Went to Bangladesh at the end of last year. I saw one massive spider, the span of its legs was greater than the span of my hand. Scary. There were lots of ones about 2" in diameter though.


----------



## muTTley (Mar 15, 2004)

watch this one tear the head off a lizard...






i think we should nuke the planet from orbit - it's the only way to be sure...


----------



## antcole (Apr 4, 2009)

muTTley said:


> watch this one tear the head off a lizard...
> 
> 
> 
> ...


Thats the fuckers..... ive seen a clip somewhere of one battling with a scorpion..... nasty


----------



## Dotti (Mar 9, 2003)

I'm not watching it, it will give me nightmares :wink:


----------



## Gazzer (Jun 12, 2010)

Dotti said:


> I'm not watching it, it will give me nightmares :wink:


eeew scary deffo abs. imagine that in ya drawers oooeeerrrr


----------



## SVStu (Dec 11, 2006)

> Re: Spiders
> by muTTley » Tue Sep 20, 2011 3:49 pm
> 
> watch this one tear the head off a lizard...
> ...


Its an arachnid not a spider, never the less I'd still peg it if it came toward me [smiley=bigcry.gif]


----------



## nate (May 9, 2011)

This is what we found at work last thursday.....

(not our pic) i did take a pic but it was on the work phone 6230i so it came out shit...










luckily i didnt find it i would have shat my pants and then some......

i dont mind spiders , i mean i can look at them but absolutly no fucking way am i touching them or letting them crawl on me.... i cant touch them but i can look at them as weirdly find them quite interesting????

this little barsteward is a right little nasty...

he was a baby ..(judy) found him in the banannas at work it looked as though it had just died as wasnt completly knarled up like they do, we had to freeze it to kill the eggs and then had to send it away for clarification and tests....

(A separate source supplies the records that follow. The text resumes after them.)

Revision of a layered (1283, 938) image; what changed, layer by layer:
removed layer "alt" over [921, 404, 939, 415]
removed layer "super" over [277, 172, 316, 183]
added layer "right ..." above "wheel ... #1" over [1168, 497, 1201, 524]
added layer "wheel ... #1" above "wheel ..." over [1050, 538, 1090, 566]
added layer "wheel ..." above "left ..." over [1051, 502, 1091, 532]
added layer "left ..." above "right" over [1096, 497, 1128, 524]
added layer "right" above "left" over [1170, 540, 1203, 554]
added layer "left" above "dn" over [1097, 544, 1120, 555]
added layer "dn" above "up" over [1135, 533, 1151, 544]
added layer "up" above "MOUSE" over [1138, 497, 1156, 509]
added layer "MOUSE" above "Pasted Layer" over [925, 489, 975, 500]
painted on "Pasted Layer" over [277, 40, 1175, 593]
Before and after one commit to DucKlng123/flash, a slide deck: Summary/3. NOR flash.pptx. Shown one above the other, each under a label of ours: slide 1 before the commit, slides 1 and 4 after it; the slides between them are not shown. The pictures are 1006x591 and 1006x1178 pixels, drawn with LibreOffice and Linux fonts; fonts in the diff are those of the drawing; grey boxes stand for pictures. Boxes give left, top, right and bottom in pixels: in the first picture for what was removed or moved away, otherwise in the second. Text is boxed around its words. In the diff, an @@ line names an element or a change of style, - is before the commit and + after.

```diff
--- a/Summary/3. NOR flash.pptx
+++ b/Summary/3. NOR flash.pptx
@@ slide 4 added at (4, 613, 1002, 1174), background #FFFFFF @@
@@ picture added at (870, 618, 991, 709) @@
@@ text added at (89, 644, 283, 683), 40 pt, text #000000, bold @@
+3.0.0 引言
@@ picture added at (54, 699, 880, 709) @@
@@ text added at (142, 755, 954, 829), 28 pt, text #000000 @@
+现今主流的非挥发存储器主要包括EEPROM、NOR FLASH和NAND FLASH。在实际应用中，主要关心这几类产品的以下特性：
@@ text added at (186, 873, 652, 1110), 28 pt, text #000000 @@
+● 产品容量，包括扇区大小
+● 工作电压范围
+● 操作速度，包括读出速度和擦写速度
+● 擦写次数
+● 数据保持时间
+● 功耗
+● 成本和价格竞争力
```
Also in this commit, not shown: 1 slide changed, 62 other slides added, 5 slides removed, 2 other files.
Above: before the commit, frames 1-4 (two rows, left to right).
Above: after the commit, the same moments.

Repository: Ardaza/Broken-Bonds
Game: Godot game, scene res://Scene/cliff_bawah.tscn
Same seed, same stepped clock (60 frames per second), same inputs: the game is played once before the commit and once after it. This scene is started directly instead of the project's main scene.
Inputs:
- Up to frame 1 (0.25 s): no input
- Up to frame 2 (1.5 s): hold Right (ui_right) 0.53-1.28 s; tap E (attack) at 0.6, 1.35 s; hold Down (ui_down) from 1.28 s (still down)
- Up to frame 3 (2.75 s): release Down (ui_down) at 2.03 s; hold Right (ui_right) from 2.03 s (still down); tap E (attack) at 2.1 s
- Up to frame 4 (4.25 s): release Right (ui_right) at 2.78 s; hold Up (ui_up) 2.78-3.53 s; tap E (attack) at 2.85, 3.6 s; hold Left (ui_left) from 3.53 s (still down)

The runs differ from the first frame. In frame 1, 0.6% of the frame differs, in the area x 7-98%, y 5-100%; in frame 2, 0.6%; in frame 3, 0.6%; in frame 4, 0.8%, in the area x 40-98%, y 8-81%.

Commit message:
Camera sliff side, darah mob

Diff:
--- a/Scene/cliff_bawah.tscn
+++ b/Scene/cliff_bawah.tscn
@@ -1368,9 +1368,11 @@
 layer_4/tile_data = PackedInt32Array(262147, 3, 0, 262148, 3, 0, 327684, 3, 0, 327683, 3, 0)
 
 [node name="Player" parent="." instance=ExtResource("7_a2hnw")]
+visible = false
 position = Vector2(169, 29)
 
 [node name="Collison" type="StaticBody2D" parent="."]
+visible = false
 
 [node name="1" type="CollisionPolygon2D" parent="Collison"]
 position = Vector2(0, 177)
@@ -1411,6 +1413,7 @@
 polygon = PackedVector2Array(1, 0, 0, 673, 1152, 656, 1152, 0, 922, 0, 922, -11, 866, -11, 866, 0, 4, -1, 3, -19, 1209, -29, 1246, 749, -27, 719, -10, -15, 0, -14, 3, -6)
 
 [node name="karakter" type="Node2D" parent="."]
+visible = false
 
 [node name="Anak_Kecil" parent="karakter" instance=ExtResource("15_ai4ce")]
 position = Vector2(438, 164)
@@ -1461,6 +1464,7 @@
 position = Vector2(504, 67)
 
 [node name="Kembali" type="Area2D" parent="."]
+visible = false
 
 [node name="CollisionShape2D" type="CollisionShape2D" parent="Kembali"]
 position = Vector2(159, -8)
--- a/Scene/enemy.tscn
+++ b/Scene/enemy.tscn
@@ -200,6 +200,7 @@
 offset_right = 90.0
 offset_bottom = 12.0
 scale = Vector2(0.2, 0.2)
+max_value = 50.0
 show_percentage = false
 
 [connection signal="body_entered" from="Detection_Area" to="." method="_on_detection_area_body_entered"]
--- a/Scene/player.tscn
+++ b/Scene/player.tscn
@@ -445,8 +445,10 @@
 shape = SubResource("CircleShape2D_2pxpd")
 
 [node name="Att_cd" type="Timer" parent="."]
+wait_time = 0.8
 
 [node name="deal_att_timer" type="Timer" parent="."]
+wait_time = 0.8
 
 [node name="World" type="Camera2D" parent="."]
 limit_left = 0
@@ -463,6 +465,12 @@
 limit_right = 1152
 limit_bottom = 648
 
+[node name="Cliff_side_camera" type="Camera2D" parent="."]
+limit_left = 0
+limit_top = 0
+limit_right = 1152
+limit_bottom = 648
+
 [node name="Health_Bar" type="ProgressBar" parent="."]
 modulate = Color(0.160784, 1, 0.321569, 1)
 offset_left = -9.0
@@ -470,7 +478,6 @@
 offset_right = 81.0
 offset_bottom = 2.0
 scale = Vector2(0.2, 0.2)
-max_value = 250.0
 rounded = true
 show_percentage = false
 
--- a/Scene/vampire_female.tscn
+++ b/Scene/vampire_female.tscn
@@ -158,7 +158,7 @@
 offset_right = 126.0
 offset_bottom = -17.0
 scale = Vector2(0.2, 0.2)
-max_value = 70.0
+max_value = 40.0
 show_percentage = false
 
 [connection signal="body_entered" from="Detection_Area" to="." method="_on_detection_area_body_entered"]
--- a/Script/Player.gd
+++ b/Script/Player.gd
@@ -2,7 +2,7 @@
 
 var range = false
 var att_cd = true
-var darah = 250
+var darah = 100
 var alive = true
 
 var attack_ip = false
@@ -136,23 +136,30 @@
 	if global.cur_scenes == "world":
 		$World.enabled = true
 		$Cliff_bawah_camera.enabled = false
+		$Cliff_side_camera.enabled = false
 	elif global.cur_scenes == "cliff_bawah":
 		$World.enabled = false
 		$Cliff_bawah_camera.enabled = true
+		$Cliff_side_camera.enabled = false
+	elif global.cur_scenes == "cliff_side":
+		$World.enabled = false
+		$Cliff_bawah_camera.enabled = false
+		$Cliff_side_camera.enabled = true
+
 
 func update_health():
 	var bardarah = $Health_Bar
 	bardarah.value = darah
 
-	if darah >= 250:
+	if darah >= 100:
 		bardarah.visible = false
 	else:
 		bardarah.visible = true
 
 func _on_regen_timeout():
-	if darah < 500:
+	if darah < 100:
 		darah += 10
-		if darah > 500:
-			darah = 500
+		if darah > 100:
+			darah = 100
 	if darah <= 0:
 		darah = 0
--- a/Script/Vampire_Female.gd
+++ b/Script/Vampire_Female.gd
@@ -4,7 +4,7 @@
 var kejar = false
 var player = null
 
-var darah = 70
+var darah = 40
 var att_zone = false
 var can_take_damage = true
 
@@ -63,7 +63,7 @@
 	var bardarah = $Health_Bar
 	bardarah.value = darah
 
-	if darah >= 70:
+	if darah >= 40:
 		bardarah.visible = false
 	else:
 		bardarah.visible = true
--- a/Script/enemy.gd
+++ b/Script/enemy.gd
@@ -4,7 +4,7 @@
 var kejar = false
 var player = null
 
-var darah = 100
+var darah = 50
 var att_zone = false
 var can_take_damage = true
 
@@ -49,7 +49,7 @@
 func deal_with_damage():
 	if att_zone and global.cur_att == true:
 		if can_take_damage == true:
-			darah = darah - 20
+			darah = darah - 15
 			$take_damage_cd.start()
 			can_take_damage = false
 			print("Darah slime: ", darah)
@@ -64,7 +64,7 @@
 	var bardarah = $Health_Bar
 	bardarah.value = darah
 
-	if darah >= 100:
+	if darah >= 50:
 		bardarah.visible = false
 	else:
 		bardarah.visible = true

brazillian wondering spider

if it were to bite you, you would die within the hour!!!!!!!!

that has made me a little scared of some of the spiders now as you have all said they are getting bigger!! we have a guest at the moment in our den and it looks normal but its massive for a 'normal' spider it hasnt moved for 3 days now?? if i can il get a pic today as it is big!


----------



## Gazzer (Jun 12, 2010)

Nate.....get another job bud as that is not a fucking healthy place to work in my opinion bud


----------



## Amaranth (Aug 13, 2008)

Gazzer said:


> Nate.....get another job bud as that is not a fucking healthy place to work in my opinion bud


Seconded


----------



## ResB (Apr 17, 2005)

A pic of one I took in my garden. Makes me shiver when I look at it.


----------



## Gazzer (Jun 12, 2010)

ResB said:


> A pic of one I took in my garden. Makes me shiver when I look at it.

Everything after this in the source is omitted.